NEATH ABBEY,
Glamorganshire.

“So fares it with the things of earth
Which seem most constant: there will come the cloud
That shall enfold them up, and leave their place
A seat for emptiness. Our narrow ken
Reaches too far, when all that we behold
Is but the havoc of wide-wasting Time—
Or what he soon shall spoil.”

WE learn from Bishop Tanner, that Richard de Grainville, and Constance, his wife, gave their chapel,[397] in the Castle at Nethe, the tithes belonging to it, a large tract of waste land, and other possessions, in the time of Henry I., to the abbot and convent of Savigny, near Lyons, that they might build an abbey here in Wales. And a very fair abbey, dedicated to the Holy Trinity, was built accordingly on the west side of the river, a little below the town of Neath, for monks of the order of Savigny, or Fratres Grisei, who soon afterwards became Cistercians.

Notwithstanding the original gift to Savigny, as we learn from the same authority, he did not find any proof that this house was ever subject to that foreign abbey, or accounted as an alien priory. Being an abbey, it could not be a cell; and appears rather to have been a daughter-house to Savigny, in the same way as already described in our account of the two Llanthonys—mother and daughter.

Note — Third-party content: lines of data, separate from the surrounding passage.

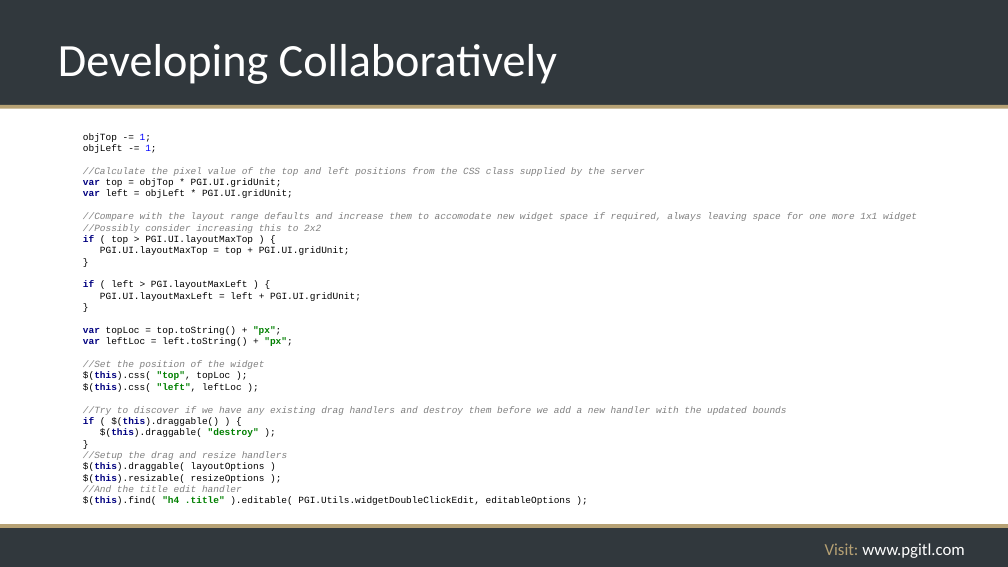
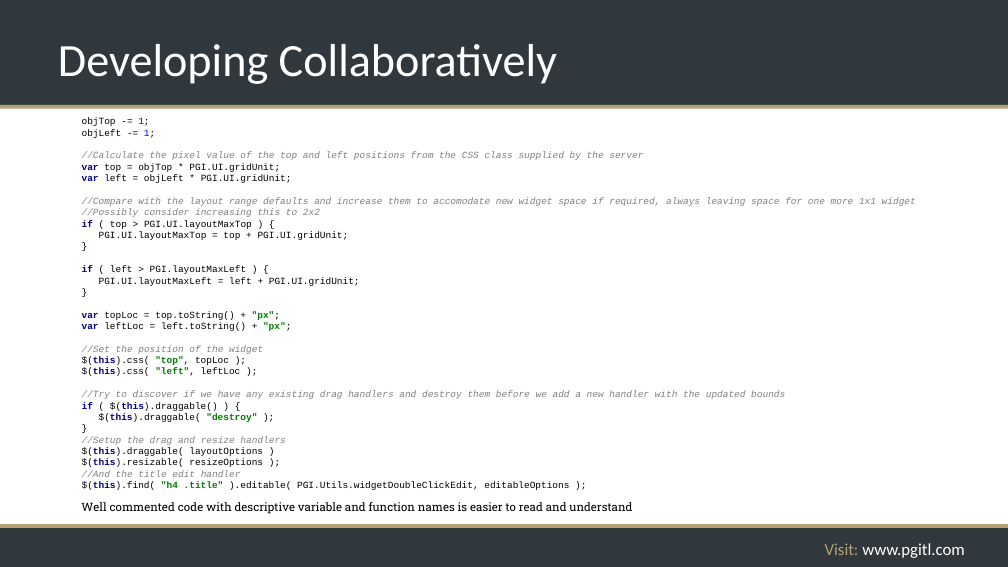
Before and after one commit to rikkouri/project-a, a slide deck: slide 221 of Programming Foundations.pptx. Drawn at 1008x567 pixels with LibreOffice and Linux fonts; fonts in the diff are those of the drawing; background and template pictures are left out. Boxes give left, top, right and bottom in pixels: in the first picture for what was removed or moved away, otherwise in the second. Text is boxed around its words. In the diff, an @@ line names an element or a change of style, - is before the commit and + after.

```diff
--- a/Programming Foundations.pptx
+++ b/Programming Foundations.pptx
@@ rectangle "objTop -= 1; objLeft -= ...": place and size @@
-rectangle "objTop -= 1; objLeft -= ..." at [83, 133, 917, 505]
+rectangle "objTop -= 1; objLeft -= ..." at [74, 110, 938, 496]
@@ text added at [81, 502, 632, 514], 11 pt, text #000000 @@
+Well commented code with descriptive variable and function names is easier to read and understand
```
Also in this commit, not shown: 3 other slides changed.
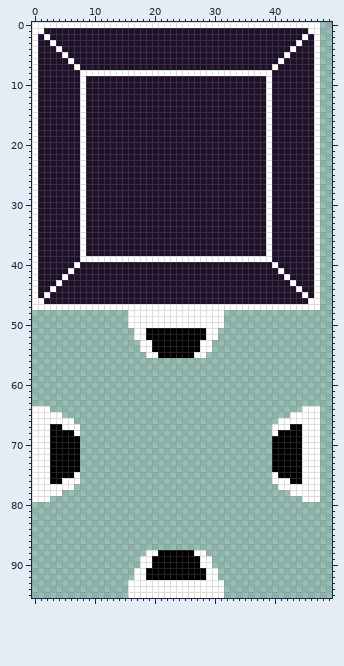
Pixel-art file, stored at scenes/dungeon/room/rooms_spritesheet.aseprite. Above is the file before it was changed.
96x96 pixels, 1 frame. Shown: x 0..49, y 0..95.
And afterwards:
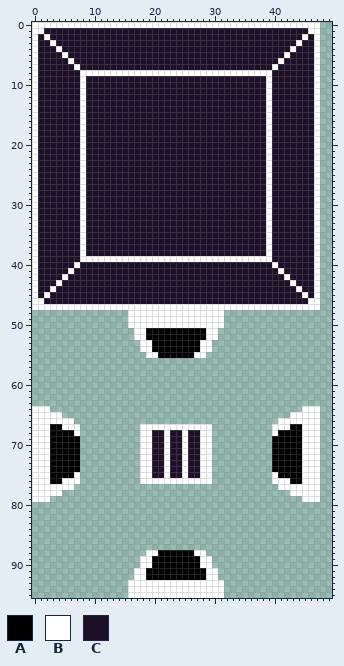
Palette (. is transparent): A #000000  B #ffffff  C #1f102a
Changes in this commit:
layer "hatch" added
Layer "hatch":
y 67: x 18..29 ............ -> BBBBBBBBBBBB
y 68..75: x 18..29 ............ -> BBCCBCCBCCBB
y 76: x 18..29 ............ -> BBBBBBBBBBBB
Changed places in both pictures, as pixel boxes (x1, y1, x2, y2):
added: (140, 424, 212, 484)

In the Appendix to the Monasticon may be seen the founder’s charter, with two subsequent charters of confirmation from King John.[398] From a manuscript notice in Benet’s College, Cambridge, we learn that, at the time of the dissolution, there were only eight monks in Neath Abbey. In the twenty-sixth of Henry VIII., the gross revenue of the house amounted to £150. 4s. 9d., the clear income to £132. 7s. 7-1/4d. The site was granted to Sir Richard Williams, alias Cromwell,[399] in exchange.

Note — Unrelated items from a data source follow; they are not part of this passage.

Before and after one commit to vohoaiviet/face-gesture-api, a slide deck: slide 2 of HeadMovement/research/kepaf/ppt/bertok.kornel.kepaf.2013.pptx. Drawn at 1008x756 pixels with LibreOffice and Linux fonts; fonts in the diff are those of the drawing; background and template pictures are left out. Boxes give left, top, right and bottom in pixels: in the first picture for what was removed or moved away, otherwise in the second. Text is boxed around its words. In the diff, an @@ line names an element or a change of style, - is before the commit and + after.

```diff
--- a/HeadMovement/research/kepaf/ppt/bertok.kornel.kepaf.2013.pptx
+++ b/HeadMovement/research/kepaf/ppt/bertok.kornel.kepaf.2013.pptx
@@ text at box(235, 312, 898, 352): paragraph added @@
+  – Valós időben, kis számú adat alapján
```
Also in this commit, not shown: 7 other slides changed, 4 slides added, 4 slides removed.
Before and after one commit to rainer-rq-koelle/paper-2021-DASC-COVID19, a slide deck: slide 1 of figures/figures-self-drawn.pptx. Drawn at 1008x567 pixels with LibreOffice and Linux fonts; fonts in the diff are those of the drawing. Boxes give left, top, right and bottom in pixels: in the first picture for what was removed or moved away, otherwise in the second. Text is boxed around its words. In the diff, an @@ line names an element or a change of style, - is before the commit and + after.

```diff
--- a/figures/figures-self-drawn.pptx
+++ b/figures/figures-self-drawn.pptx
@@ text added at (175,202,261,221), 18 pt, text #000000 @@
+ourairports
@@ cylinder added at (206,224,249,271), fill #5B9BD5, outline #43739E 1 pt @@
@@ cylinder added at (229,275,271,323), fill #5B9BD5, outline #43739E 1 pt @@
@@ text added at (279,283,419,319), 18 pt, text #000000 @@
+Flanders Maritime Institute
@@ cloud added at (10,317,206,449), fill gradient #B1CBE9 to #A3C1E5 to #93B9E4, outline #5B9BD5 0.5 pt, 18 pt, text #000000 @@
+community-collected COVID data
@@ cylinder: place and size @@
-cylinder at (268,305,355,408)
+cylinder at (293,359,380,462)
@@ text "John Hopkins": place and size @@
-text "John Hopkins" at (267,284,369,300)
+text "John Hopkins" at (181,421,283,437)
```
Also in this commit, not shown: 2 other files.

The Seal of the abbey represented the Blessed Virgin, crowned and standing, holding in her right hand a lily, in her left the infant Jesus; in a base, a shield with the arms of Grainville the founder—namely, three clarions: the legend—“Sigillvm. Comvne. Monaster. Beate. Marie. de Neth.” A very imperfect impression of this seal is to be seen in the Augmentation Office.

In Moore’s Monastic Remains, it has been observed, in a passage quoted from Leland, that Neath Abbey was ‘once the fairest in all Wales;’ and, from the ruins still remaining, much credit may be given to this description. The west end, excepting the great arch, was tolerably perfect in 1788; but previously to that time the east end and principal part of the nave had been demolished, while the lateral aisles remained covered with ivy. In addition to these, several apartments of the abbey were still standing on the south side of the church.

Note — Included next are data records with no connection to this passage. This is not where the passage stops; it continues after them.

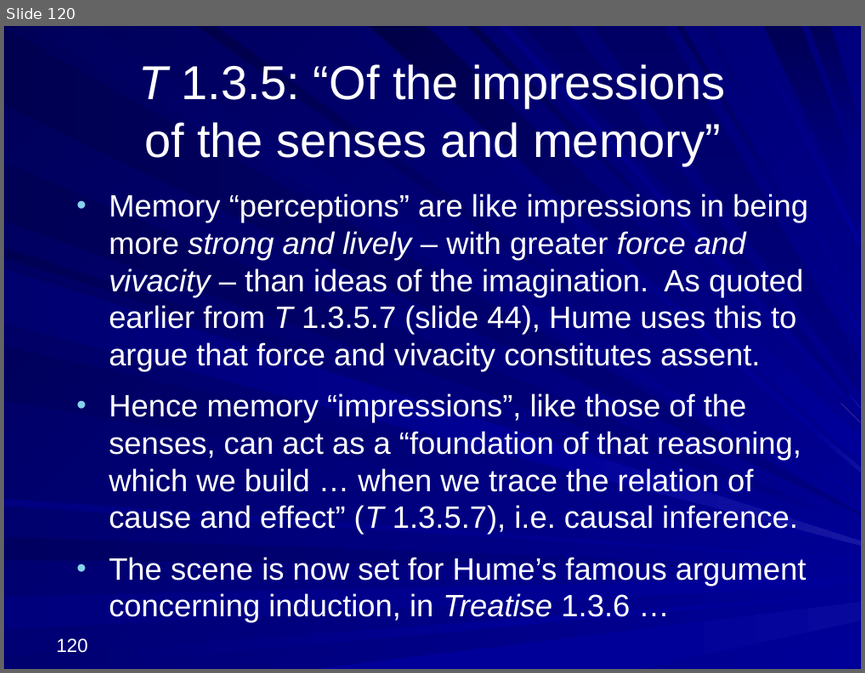
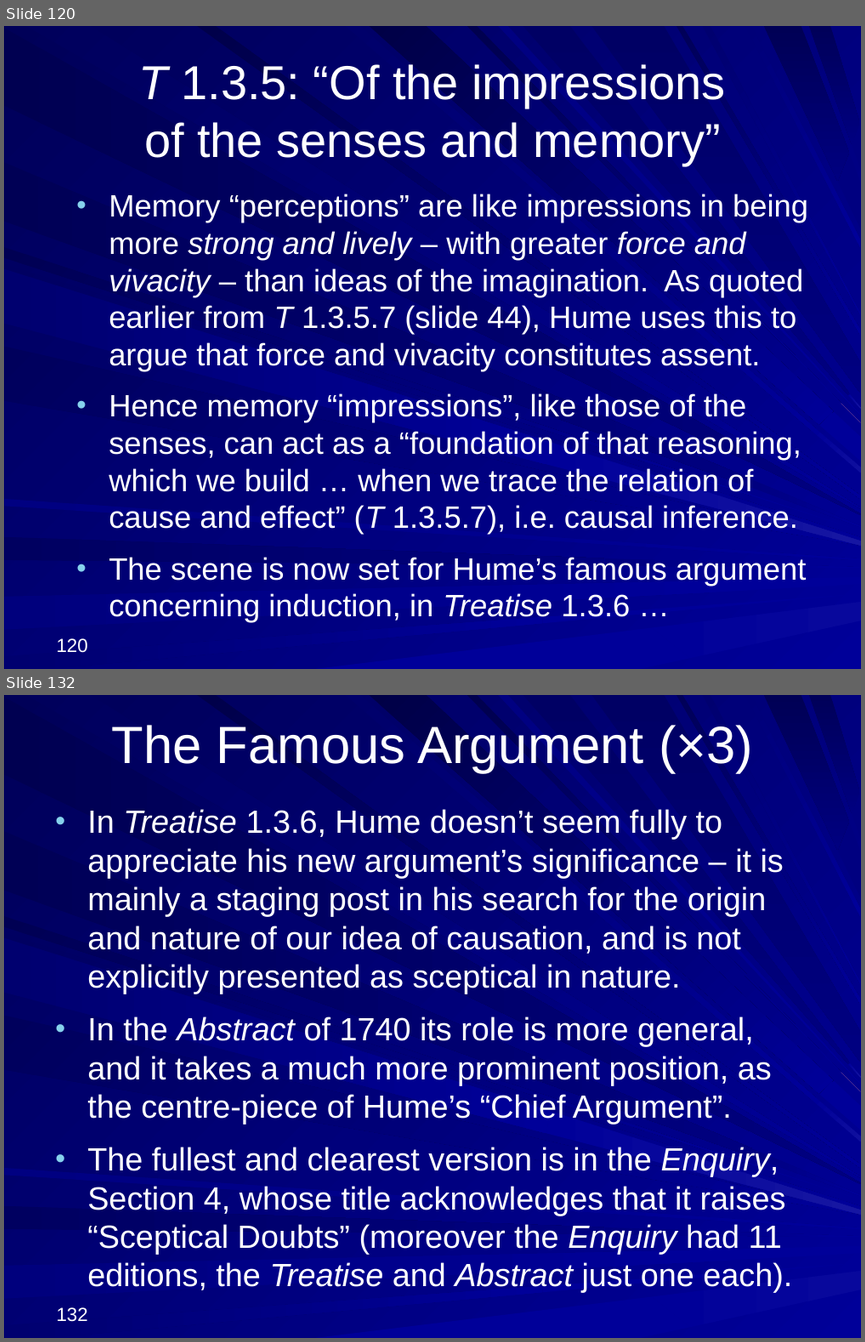
Before and after one commit to englishphilosophy/hume-texts-online, a slide deck: teaching/lectures/2024_Hume_MT_current.pptx. Shown one above the other, each under a label of ours: slide 120 before the commit, slides 120 and 132 after it; the slides between them are not shown. The pictures are 865x673 and 865x1342 pixels, drawn with LibreOffice and Linux fonts; fonts in the diff are those of the drawing. Boxes give left, top, right and bottom in pixels: in the first picture for what was removed or moved away, otherwise in the second. Text is boxed around its words. In the diff, an @@ line names an element or a change of style, - is before the commit and + after.

```diff
--- a/teaching/lectures/2024_Hume_MT_current.pptx
+++ b/teaching/lectures/2024_Hume_MT_current.pptx
@@ slide 132 added at (4,695,861,1338), background gradient #000078 to #000099; not listed: 37 template elements that a slide beside it also shows @@
@@ title added at (112,725,753,772), 44 pt, text #FFFFFF @@
+The Famous Argument (×3)
@@ text added at (87,809,792,1293), 27 pt, text #FFFFFF @@
+• In Treatise 1.3.6, Hume doesn’t seem fully to appreciate his new argument’s significance – it is mainly a staging post in his search for the origin and nature of our idea of causation, and is not explicitly presented as sceptical in nature.
+• In the Abstract of 1740 its role is more general, and it takes a much more prominent position, as the centre-piece of Hume’s “Chief Argument”.
+• The fullest and clearest version is in the Enquiry, Section 4, whose title acknowledges that it raises “Sceptical Doubts” (moreover the Enquiry had 11 editions, the Treatise and Abstract just one each).
@@ page number added at (57,1307,88,1321), 16 pt, text #FFFFFF @@
+132
```
Also in this commit, not shown: 41 other slides added, 5 other files.
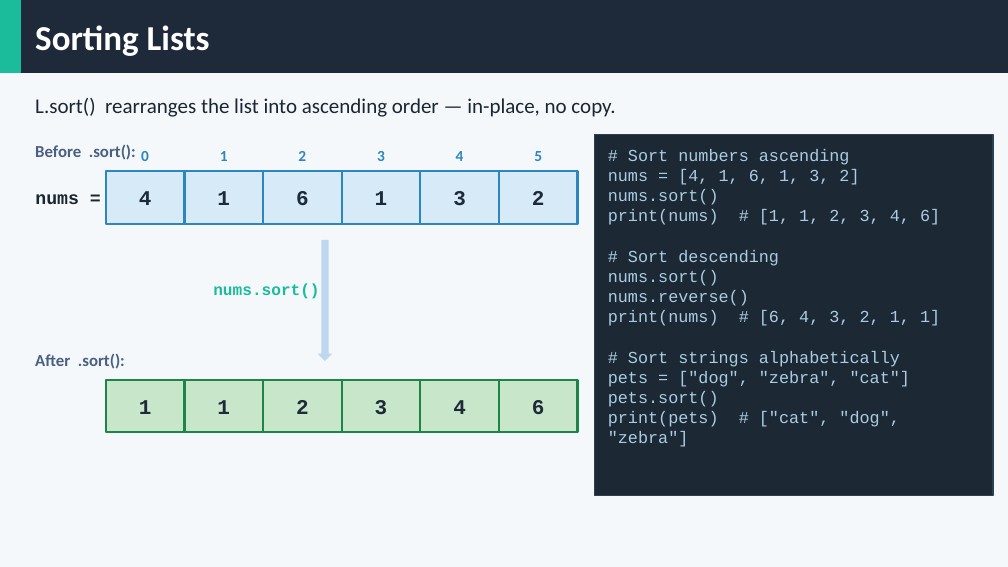
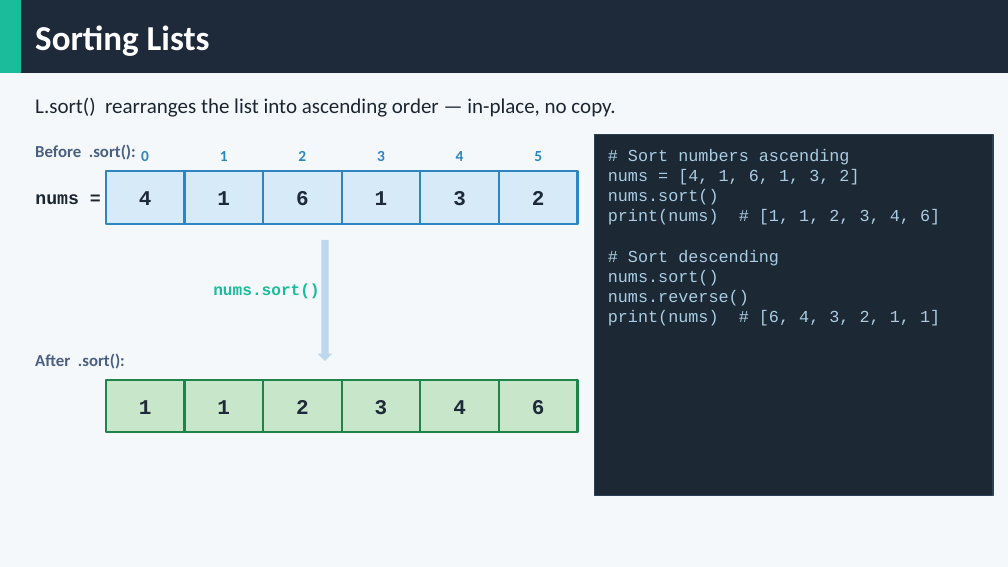
Before and after one commit to tjd1234/cmpt120spring2026, a slide deck: slide 21 of lecture_notes/chapter9/chapter9_slides.pptx (slide 19 before the commit). Drawn at 1008x567 pixels with LibreOffice and Linux fonts; fonts in the diff are those of the drawing. Boxes give left, top, right and bottom in pixels: in the first picture for what was removed or moved away, otherwise in the second. Text is boxed around its words. In the diff, an @@ line names an element or a change of style, - is before the commit and + after.

```diff
--- a/lecture_notes/chapter9/chapter9_slides.pptx
+++ b/lecture_notes/chapter9/chapter9_slides.pptx
@@ text at <box>608,351,910,447</box>: paragraphs removed @@
-# Sort strings alphabetically
-pets = ["dog", "zebra", "cat"]
-pets.sort()
-print(pets) # ["cat", "dog", "zebra"]
```
Also in this commit, not shown: 7 other slides changed, 3 slides added, 3 other files.

This monastery is said to have been so extensive, that seven preachers might hold forth at the same time in different parts of the building, without being mutually heard; but in the present day the crypt is the only characteristic feature that is left. The ruins, however—spread over an extensive area—still afford accommodation for numerous workmen employed in the famous iron-works of the place. It was in the Abbey-house of Neath, where he had taken refuge, that the unfortunate King Edward the Second was arrested:—

“Whither,” says the Chronicle, in a passage at once pathetic and picturesque,—“whither, in the meane space, doth woeful Edward flye? What force, what course, what way takes he, poore Prince? Oh! fearful condition of so great a monarche’s state, when a wife, a son, a kingdome are not trusted; and those only are trusted, who had nothing strong but a will to live and die with him!”... “The Queen, passing from Oxford to Gloucester, onward to the siege of Bristol Castle, grew all the whyle in her strength like a rouled snowball, or as a river, which spreads still broader from the fountaine to the ocean—‘vires acquirit eundo.’ For thither repayred to her, for the love of the young Prince, the Lord Percy, the Lord Wake, and others, as well out of the North, as the Marches of Wales. But Edward, having left the Earle of Winchester, and the elder Lord Spenser, in the Castle of Bristol, for the keeping thereof, meditates flight with a few into the isle of Lundie, in the Severne sea, or into Ireland; and while he wandereth about, not finding where to rest safe, his royall credite, name, and power—like a cliffe which, falling from the top of some huge rocke, breakes into the more pieces the further it rolles—are daily more and more diminisht as they scatter, till now at last they are come to a very nothing.

“After a week, therefore, spent upon the sea, Sir Thomas Blount forsaking him, and comming to the Queene he came on shore in Glamorganshire, where, with his few friends, he entrusted himself to God, and the faith of the Welsh, who indeed still loved him, lying hidden among them in the Abbey of Neath.

“The King not appearing, proclamations were every day made in the Queene’s army, declaring that it was the common consent of the realme that he should returne and receive the government thereof, so as he would conform himself to his people. This—whether stratagem or truth—not prevailing, Henry, Earle of Lancaster, the late Earle’s brother, Sir William de la Zouch, and Rhese-ap-Howell, a Welshman—who all of them had lands in that quarter where the Kinge concealed himselfe—were sent with coyne and forces to discover and take him.